### [EXERCISE MATERIAL]

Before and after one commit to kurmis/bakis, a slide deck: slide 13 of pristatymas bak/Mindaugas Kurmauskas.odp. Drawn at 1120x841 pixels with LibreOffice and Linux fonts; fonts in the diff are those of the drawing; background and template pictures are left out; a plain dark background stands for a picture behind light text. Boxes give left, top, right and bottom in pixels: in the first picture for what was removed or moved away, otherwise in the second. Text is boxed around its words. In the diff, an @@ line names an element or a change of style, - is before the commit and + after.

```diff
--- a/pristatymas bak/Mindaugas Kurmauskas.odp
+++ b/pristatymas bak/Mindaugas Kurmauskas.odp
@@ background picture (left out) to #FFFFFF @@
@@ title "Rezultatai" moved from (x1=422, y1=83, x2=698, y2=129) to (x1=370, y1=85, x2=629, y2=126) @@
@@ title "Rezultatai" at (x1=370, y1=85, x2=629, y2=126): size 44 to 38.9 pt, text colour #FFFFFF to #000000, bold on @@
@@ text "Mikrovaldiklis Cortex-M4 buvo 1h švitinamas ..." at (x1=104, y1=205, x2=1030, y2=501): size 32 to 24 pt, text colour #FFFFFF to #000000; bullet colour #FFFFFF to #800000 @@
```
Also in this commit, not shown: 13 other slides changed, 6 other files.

==

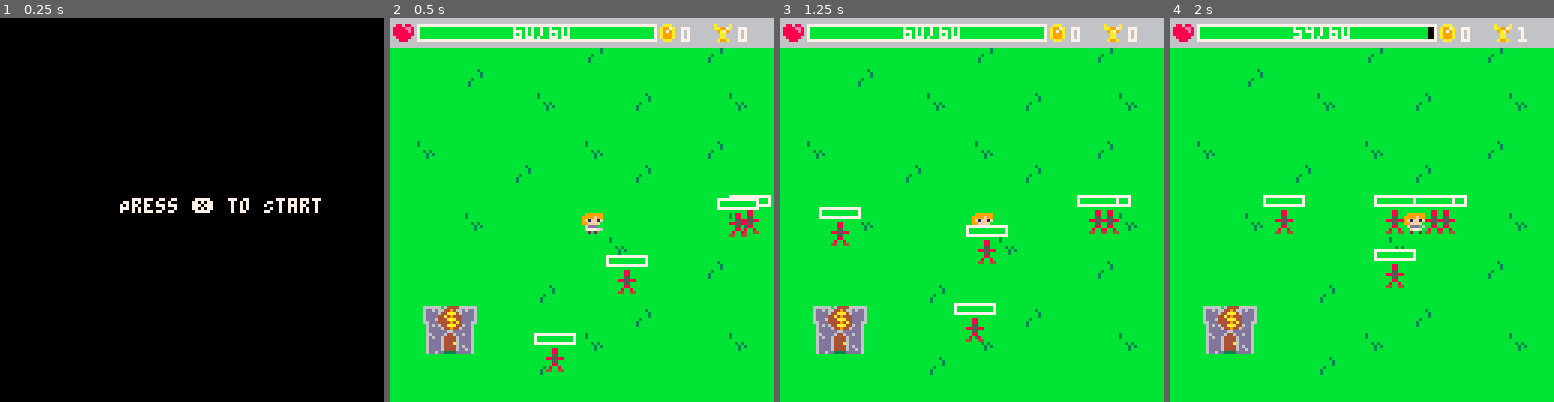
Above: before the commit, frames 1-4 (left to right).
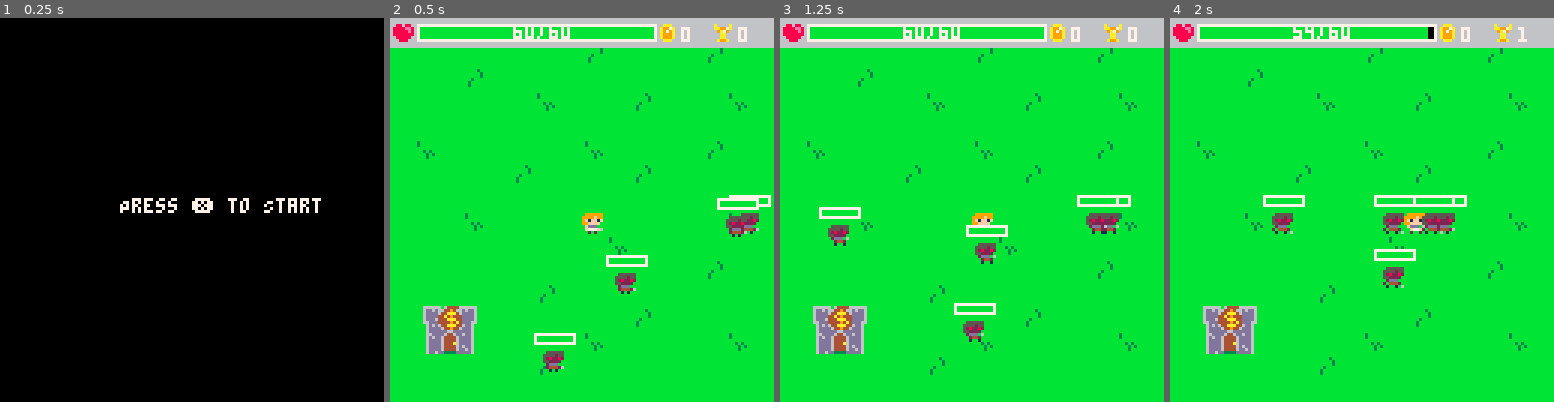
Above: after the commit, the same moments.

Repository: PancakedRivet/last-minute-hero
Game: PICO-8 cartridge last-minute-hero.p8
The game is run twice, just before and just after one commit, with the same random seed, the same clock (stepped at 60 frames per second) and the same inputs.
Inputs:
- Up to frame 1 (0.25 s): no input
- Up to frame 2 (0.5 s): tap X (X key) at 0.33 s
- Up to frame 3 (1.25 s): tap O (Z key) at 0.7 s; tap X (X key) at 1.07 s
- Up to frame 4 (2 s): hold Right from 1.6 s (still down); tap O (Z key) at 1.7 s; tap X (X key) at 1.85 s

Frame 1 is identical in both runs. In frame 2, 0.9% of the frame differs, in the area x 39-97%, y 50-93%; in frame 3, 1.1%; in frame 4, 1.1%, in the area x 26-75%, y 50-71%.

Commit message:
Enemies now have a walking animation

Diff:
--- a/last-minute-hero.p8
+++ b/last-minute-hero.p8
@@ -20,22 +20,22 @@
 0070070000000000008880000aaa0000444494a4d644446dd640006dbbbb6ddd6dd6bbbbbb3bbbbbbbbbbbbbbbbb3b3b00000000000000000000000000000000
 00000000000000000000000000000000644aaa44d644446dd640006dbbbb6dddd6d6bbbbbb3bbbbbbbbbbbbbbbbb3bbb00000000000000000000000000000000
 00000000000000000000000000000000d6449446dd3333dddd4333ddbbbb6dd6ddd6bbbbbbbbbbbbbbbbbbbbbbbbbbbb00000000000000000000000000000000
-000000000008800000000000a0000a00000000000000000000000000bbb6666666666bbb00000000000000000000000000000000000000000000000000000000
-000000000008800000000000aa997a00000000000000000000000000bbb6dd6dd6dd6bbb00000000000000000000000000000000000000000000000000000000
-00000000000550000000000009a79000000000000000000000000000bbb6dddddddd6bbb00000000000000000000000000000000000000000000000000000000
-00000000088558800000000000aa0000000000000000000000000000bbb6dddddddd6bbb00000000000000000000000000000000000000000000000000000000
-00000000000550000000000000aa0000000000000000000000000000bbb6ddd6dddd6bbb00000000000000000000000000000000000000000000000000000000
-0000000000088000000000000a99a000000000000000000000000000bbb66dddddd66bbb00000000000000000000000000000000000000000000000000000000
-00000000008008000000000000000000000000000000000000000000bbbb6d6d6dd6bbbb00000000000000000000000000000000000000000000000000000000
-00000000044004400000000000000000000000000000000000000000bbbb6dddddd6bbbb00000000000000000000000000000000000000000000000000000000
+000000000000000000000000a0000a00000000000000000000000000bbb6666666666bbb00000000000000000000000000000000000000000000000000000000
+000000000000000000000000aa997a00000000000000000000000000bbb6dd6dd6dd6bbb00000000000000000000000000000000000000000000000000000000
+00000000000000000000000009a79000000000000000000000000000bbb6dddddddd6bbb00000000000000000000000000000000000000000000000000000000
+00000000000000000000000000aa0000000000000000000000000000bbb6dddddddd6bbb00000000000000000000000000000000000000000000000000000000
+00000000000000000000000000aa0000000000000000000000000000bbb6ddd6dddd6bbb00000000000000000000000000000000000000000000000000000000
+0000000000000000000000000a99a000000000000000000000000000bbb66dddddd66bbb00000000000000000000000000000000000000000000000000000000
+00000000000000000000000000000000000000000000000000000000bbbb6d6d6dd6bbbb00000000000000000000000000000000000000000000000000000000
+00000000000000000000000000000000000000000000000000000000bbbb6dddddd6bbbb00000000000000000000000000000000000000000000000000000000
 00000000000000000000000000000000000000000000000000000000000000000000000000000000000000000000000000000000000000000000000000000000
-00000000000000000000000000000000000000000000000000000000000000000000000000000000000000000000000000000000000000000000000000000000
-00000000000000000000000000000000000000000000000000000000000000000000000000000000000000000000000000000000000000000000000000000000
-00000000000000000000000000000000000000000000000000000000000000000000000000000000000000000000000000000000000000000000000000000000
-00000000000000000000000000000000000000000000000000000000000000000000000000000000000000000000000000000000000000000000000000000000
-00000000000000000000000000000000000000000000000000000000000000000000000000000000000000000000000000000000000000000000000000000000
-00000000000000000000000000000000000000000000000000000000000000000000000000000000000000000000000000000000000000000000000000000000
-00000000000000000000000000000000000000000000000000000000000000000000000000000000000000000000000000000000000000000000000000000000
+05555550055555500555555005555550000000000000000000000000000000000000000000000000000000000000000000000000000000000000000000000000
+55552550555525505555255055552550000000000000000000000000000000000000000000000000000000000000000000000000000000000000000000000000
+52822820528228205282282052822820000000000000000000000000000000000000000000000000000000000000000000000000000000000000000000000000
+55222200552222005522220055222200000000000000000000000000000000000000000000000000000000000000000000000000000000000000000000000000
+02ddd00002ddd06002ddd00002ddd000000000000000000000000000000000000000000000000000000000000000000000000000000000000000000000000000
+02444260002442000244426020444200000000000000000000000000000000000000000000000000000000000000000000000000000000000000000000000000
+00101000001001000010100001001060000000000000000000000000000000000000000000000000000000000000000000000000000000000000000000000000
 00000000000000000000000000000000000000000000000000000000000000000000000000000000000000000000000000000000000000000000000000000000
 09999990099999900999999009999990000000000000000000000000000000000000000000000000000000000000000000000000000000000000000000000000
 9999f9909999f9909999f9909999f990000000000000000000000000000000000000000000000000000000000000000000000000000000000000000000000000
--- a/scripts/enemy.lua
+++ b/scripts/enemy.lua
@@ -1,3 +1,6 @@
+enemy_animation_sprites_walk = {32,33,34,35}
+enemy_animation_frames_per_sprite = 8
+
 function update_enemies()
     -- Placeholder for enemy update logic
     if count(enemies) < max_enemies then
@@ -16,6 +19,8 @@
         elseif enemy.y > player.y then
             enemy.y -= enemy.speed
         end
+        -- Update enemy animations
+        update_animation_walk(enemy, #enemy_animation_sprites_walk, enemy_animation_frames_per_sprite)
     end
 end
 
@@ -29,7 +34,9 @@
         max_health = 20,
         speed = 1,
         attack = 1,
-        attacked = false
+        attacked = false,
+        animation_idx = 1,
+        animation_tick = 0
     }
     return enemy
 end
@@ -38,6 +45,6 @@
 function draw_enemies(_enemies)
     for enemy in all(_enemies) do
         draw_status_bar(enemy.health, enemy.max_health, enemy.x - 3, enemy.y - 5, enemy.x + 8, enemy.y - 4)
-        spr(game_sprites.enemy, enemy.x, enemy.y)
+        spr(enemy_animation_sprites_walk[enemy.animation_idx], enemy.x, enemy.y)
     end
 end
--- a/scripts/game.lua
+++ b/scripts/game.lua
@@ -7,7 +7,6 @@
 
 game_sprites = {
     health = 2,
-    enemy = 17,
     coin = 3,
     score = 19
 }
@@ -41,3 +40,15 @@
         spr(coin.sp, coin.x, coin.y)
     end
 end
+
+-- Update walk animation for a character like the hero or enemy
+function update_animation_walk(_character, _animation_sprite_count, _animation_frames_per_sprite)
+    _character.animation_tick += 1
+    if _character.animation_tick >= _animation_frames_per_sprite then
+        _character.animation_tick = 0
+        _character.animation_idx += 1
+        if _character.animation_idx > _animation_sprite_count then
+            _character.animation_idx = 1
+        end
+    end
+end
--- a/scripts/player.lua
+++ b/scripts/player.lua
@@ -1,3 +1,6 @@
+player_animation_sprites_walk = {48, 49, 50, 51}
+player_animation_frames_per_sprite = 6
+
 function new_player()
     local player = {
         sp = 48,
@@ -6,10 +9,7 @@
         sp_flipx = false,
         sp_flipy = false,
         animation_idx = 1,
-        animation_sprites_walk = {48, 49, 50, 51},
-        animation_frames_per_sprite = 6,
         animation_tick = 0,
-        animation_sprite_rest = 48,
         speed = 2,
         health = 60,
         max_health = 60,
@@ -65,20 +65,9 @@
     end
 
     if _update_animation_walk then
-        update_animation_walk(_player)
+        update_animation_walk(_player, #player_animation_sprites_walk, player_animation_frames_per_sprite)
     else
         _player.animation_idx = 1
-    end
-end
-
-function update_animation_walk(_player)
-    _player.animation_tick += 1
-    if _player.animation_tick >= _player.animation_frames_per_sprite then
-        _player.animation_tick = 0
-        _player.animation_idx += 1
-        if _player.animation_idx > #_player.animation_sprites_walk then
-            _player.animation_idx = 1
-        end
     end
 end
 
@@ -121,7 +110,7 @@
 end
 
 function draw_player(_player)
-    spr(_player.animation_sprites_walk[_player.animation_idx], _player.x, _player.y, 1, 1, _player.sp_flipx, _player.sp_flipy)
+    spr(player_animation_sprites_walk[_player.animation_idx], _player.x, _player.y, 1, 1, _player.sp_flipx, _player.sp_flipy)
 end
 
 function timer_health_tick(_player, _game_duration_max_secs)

### [REQUIREMENT]
Among the lines of the material above, find those with the word "title". Copy each one.

### [ANSWER BELOW]
@@ title "Rezultatai" moved from (x1=422, y1=83, x2=698, y2=129) to (x1=370, y1=85, x2=629, y2=126) @@
@@ title "Rezultatai" at (x1=370, y1=85, x2=629, y2=126): size 44 to 38.9 pt, text colour #FFFFFF to #000000, bold on @@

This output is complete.